## EXERCISE
The response is to be the full listing, set down exactly.

## RECORDS TO PROCESS

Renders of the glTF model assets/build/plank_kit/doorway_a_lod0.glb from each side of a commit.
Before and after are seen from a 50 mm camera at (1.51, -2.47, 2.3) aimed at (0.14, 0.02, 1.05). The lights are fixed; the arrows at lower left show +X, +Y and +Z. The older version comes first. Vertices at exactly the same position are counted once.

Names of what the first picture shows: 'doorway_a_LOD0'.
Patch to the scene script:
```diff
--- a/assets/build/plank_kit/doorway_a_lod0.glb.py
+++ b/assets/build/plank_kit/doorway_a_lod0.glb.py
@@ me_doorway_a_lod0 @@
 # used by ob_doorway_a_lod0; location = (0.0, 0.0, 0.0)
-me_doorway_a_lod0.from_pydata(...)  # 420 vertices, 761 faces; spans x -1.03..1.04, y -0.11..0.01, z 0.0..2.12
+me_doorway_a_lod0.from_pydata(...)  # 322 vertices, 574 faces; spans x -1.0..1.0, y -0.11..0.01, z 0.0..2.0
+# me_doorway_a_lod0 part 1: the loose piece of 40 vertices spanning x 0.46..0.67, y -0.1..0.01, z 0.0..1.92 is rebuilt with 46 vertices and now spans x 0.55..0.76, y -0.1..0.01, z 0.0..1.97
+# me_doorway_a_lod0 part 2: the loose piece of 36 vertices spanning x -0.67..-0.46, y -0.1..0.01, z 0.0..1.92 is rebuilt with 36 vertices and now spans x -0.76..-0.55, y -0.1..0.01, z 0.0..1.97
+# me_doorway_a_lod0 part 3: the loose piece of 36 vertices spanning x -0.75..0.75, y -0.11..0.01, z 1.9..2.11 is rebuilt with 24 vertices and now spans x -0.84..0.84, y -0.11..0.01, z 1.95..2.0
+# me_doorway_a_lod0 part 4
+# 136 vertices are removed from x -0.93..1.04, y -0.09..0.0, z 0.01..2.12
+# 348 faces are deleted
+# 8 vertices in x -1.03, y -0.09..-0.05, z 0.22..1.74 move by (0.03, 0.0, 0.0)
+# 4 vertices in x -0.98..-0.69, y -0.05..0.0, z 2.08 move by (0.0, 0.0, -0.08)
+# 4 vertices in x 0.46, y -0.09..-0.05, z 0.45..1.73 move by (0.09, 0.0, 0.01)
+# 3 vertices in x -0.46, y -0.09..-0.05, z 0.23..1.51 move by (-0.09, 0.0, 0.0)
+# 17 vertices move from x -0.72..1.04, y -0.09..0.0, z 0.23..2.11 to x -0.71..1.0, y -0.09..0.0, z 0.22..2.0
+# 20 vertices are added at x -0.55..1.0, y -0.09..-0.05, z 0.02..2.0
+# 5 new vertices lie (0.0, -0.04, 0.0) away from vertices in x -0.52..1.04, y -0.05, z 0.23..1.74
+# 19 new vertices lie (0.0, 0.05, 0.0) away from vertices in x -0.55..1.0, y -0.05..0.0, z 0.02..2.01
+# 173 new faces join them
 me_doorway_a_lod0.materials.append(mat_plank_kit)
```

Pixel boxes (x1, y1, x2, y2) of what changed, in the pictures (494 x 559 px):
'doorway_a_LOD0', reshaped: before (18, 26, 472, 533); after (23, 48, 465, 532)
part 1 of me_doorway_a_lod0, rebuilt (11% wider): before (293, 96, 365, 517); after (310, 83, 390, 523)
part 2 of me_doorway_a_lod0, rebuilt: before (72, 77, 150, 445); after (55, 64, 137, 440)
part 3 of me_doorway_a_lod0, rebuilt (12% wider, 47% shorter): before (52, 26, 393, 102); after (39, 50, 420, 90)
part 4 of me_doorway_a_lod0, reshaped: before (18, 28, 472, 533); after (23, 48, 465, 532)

## RESPONSE FOR THIS EXERCISE
Renders of the glTF model assets/build/plank_kit/doorway_a_lod0.glb from each side of a commit.
Before and after are seen from a 50 mm camera at (1.51, -2.47, 2.3) aimed at (0.14, 0.02, 1.05). The lights are fixed; the arrows at lower left show +X, +Y and +Z. The older version comes first. Vertices at exactly the same position are counted once.

Names of what the first picture shows: 'doorway_a_LOD0'.
Patch to the scene script:
```diff
--- a/assets/build/plank_kit/doorway_a_lod0.glb.py
+++ b/assets/build/plank_kit/doorway_a_lod0.glb.py
@@ me_doorway_a_lod0 @@
 # used by ob_doorway_a_lod0; location = (0.0, 0.0, 0.0)
-me_doorway_a_lod0.from_pydata(...)  # 420 vertices, 761 faces; spans x -1.03..1.04, y -0.11..0.01, z 0.0..2.12
+me_doorway_a_lod0.from_pydata(...)  # 322 vertices, 574 faces; spans x -1.0..1.0, y -0.11..0.01, z 0.0..2.0
+# me_doorway_a_lod0 part 1: the loose piece of 40 vertices spanning x 0.46..0.67, y -0.1..0.01, z 0.0..1.92 is rebuilt with 46 vertices and now spans x 0.55..0.76, y -0.1..0.01, z 0.0..1.97
+# me_doorway_a_lod0 part 2: the loose piece of 36 vertices spanning x -0.67..-0.46, y -0.1..0.01, z 0.0..1.92 is rebuilt with 36 vertices and now spans x -0.76..-0.55, y -0.1..0.01, z 0.0..1.97
+# me_doorway_a_lod0 part 3: the loose piece of 36 vertices spanning x -0.75..0.75, y -0.11..0.01, z 1.9..2.11 is rebuilt with 24 vertices and now spans x -0.84..0.84, y -0.11..0.01, z 1.95..2.0
+# me_doorway_a_lod0 part 4
+# 136 vertices are removed from x -0.93..1.04, y -0.09..0.0, z 0.01..2.12
+# 348 faces are deleted
+# 8 vertices in x -1.03, y -0.09..-0.05, z 0.22..1.74 move by (0.03, 0.0, 0.0)
+# 4 vertices in x -0.98..-0.69, y -0.05..0.0, z 2.08 move by (0.0, 0.0, -0.08)
+# 4 vertices in x 0.46, y -0.09..-0.05, z 0.45..1.73 move by (0.09, 0.0, 0.01)
+# 3 vertices in x -0.46, y -0.09..-0.05, z 0.23..1.51 move by (-0.09, 0.0, 0.0)
+# 17 vertices move from x -0.72..1.04, y -0.09..0.0, z 0.23..2.11 to x -0.71..1.0, y -0.09..0.0, z 0.22..2.0
+# 20 vertices are added at x -0.55..1.0, y -0.09..-0.05, z 0.02..2.0
+# 5 new vertices lie (0.0, -0.04, 0.0) away from vertices in x -0.52..1.04, y -0.05, z 0.23..1.74
+# 19 new vertices lie (0.0, 0.05, 0.0) away from vertices in x -0.55..1.0, y -0.05..0.0, z 0.02..2.01
+# 173 new faces join them
 me_doorway_a_lod0.materials.append(mat_plank_kit)
```

Pixel boxes (x1, y1, x2, y2) of what changed, in the pictures (494 x 559 px):
'doorway_a_LOD0', reshaped: before (18, 26, 472, 533); after (23, 48, 465, 532)
part 1 of me_doorway_a_lod0, rebuilt (11% wider): before (293, 96, 365, 517); after (310, 83, 390, 523)
part 2 of me_doorway_a_lod0, rebuilt: before (72, 77, 150, 445); after (55, 64, 137, 440)
part 3 of me_doorway_a_lod0, rebuilt (12% wider, 47% shorter): before (52, 26, 393, 102); after (39, 50, 420, 90)
part 4 of me_doorway_a_lod0, reshaped: before (18, 28, 472, 533); after (23, 48, 465, 532)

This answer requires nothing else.